Hello, Bonnie and Darlene.  yes, so many lovely things to knit!


----------



## hampshirerose (Dec 31, 2012)

Thank you for this pattern I have book marked it for later.


----------



## Metuppence (Dec 30, 2012)

You are very welcome, hampshirerose. Hope you enjoy making some when you have the time.


----------



## hampshirerose (Dec 31, 2012)

Hi metuppence
Thank you for your reply.
I did download the pattern but for some reason it wouldn't open.
I had a blank page


----------



## hampshirerose (Dec 31, 2012)

Hi Metuppence,
I have just had a look at the web site and down loaded the patterns from there.
I will start knitting these as I go along and use up my odd yarns.
I will have loads ready for next Christmas.
Take care x


----------



## Tanikins (May 12, 2011)

The ladies in my knitting group will be thrilled with this pattern. I have no doubt they'll start making these puppets immediately for the children's homes for whom we knit.


----------



## Metuppence (Dec 30, 2012)

Well done for getting the pattern, Hampshirerose. Have fun knitting them. It's a really good way of using up odds and ends of wool.


----------



## Metuppence (Dec 30, 2012)

That's really good, Tanikins. Tell them I hope they have lots of fun bringing the little puppets into the world!


----------



## hampshirerose (Dec 31, 2012)

Thank you metuppence I'm sure I will have fun knitting them x


----------



## Tanikins (May 12, 2011)

The kids will love them. Thank you again so much. Regards, Tanya


----------



## ARDaigle (Sep 19, 2012)

I have not been able to get the pattern after
downloading it.

Has anyone else had a problem?

Usually the downloads work for me.

Thanks for getting back to me.

ARDaigle
CT


----------



## DarleneD (Sep 25, 2012)

ARDaigle said:


> I have not been able to get the pattern after
> downloading it.
> 
> Has anyone else had a problem?
> ...


I just private messaged you with the pattern. Hope this helps.


----------



## ARDaigle (Sep 19, 2012)

I also just sent you a big 
thank you for your making
my day and sending me the pattern.

Thank you again.
Hugs,
ARDaigle
CT


----------



## DarleneD (Sep 25, 2012)

You are very welcome. I just replied to your message.

Hugs back.


----------



## Metuppence (Dec 30, 2012)

Thanks, once again, Darlene, for coming to the rescue.


----------



## DarleneD (Sep 25, 2012)

No problem, you are welcome. Just hope you don't mind.


----------



## Metuppence (Dec 30, 2012)

Not at all. Very good of you to be so helpful.


----------



## DarleneD (Sep 25, 2012)

Thanks, just don't want you to feel like I am stepping on your toes.


----------



## Tanikins (May 12, 2011)

Hi. Give me your e-mail address and I'll e-mail it to you. I've saved it as a document. Tanya


----------



## Yarnie.One (Jul 13, 2012)

These are sooooooooooooooooooooooo cute!!


----------



## Metuppence (Dec 30, 2012)

Hello, Yarnie. yes, aren't they just!


----------



## ARDaigle (Sep 19, 2012)

Thank you. I appreciate the
favor.
[email protected]

Thank you very much.

ARDaigle


----------



## Metuppence (Dec 30, 2012)

Pleased you like them, Yarnie.One.


----------



## Woodstockgranny (Feb 6, 2013)

They are absolutely adorable. So nice of you to share and inspire! Thank you.


----------



## Metuppence (Dec 30, 2012)

Very pleased you like them!


----------



## patmastel (Mar 2, 2012)

is there a site I can go to, to download this pattern? I tried to download and it wouldn't open! I would love to start on some of these for Christmas 's toys for tots.
Thanks


----------



## Metuppence (Dec 30, 2012)

Hello, Patmastel. I have sent the pattern to you in a private message, for you to copy. If you would like an email, send your address in a private message.
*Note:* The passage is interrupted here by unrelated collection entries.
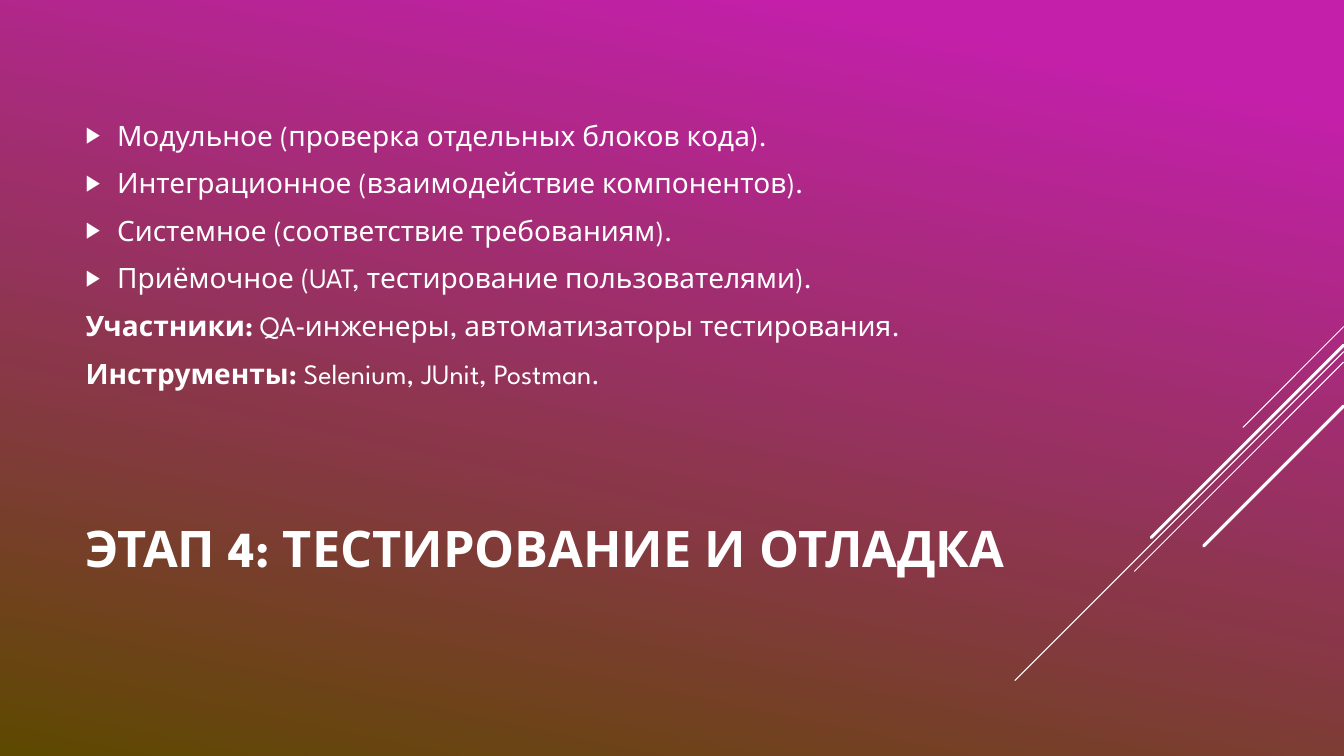
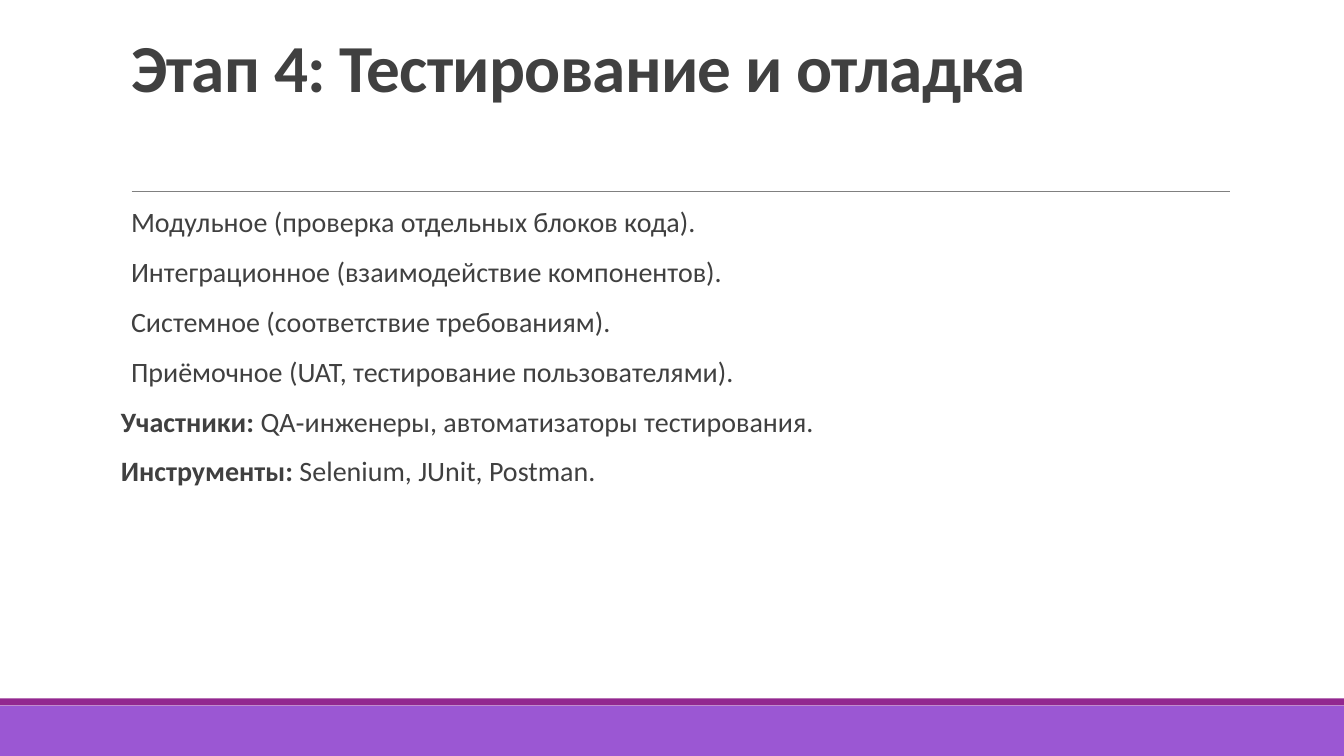
Before and after one commit to ArSu7/-, a slide deck: slide 8 of Жизненный.pptx. Drawn at 1344x756 pixels with LibreOffice and Linux fonts; fonts in the diff are those of the drawing. Boxes give left, top, right and bottom in pixels: in the first picture for what was removed or moved away, otherwise in the second. Text is boxed around its words. In the diff, an @@ line names an element or a change of style, - is before the commit and + after.

```diff
--- a/Жизненный.pptx
+++ b/Жизненный.pptx
@@ background gradient #C51FAB to #5E4A00 to #FFFFFF @@
@@ title "Этап 4: Тестирование и отладка" at (131, 48, 1026, 103): vertical alignment middle to bottom @@
@@ title at (131, 48, 1026, 103): text changed; size 36 to 48 pt; font League Spartan to Calibri; text colour #FFFFFF to #404040 @@
-ЭТАП 4: ТЕСТИРОВАНИЕ И ОТЛАДКА
+Этап 4: Тестирование и отладка
@@ text "Модульное (проверка отдельных блоков кода).": place and size @@
-text "Модульное (проверка отдельных блоков кода)." at (86, 124, 891, 391)
+text "Модульное (проверка отдельных блоков кода)." at (121, 211, 813, 486)
@@ text "Модульное (проверка отдельных блоков кода)." at (121, 211, 813, 486): font League Spartan to Calibri, text colour #FFFFFF to #404040; bullet ▶ to  ; line spacing 1 to 0.9; more space between paragraphs; bullet colour #FFFFFF to #92278F; vertical alignment middle to top @@
@@ line added from (132, 192) to (1231, 192), #808080 0.5 pt @@
@@ group removed at (1015, 327, 1344, 681): 5 lines @@
@@ rectangle added at (0, 706, 1344, 756), fill #9B57D3 @@
@@ rectangle added at (0, 699, 1344, 706), fill #92278F @@
```
Also in this commit, not shown: 16 other slides changed.

Good luck with knitting them. 

Penny


----------



## DarleneD (Sep 25, 2012)

Hi Penny
Don't mean to butt in here but I sent the written pattern to Patmastel last night. She had messaged me and asked me to send it seeing I had posted if anyone wanted it, I have the pattern.


----------



## Metuppence (Dec 30, 2012)

Thanks very much, Darlene. Very helpful.


----------



## DarleneD (Sep 25, 2012)

You are most welcome. Glad I could help her out.


----------



## Metuppence (Dec 30, 2012)




----------



## Rosellna (Jun 16, 2011)

Thank you for the pattern. I will be knitting
some for the Teddy Bear Cancer Org. I volunteer for.
It's a lovely idea, to bring comfort to children
who need it so badly.


----------



## Metuppence (Dec 30, 2012)

That's really nice, Roselina. Thank you.


----------



## happycrafter (Sep 19, 2012)

Thank you very much for this pattern, I knit small toys for the ambulance and fire services, they use them to distract distressed kiddies, I'm sure these will go down a treat, 
Thank you again Lynn


----------



## ALdaisy (May 1, 2013)

Love the puppets, wish I knew how to convert the pattern to crochet, as I have not learned to knit. It would make a great give for the children at our local hospital.


----------



## 44gram (Dec 10, 2011)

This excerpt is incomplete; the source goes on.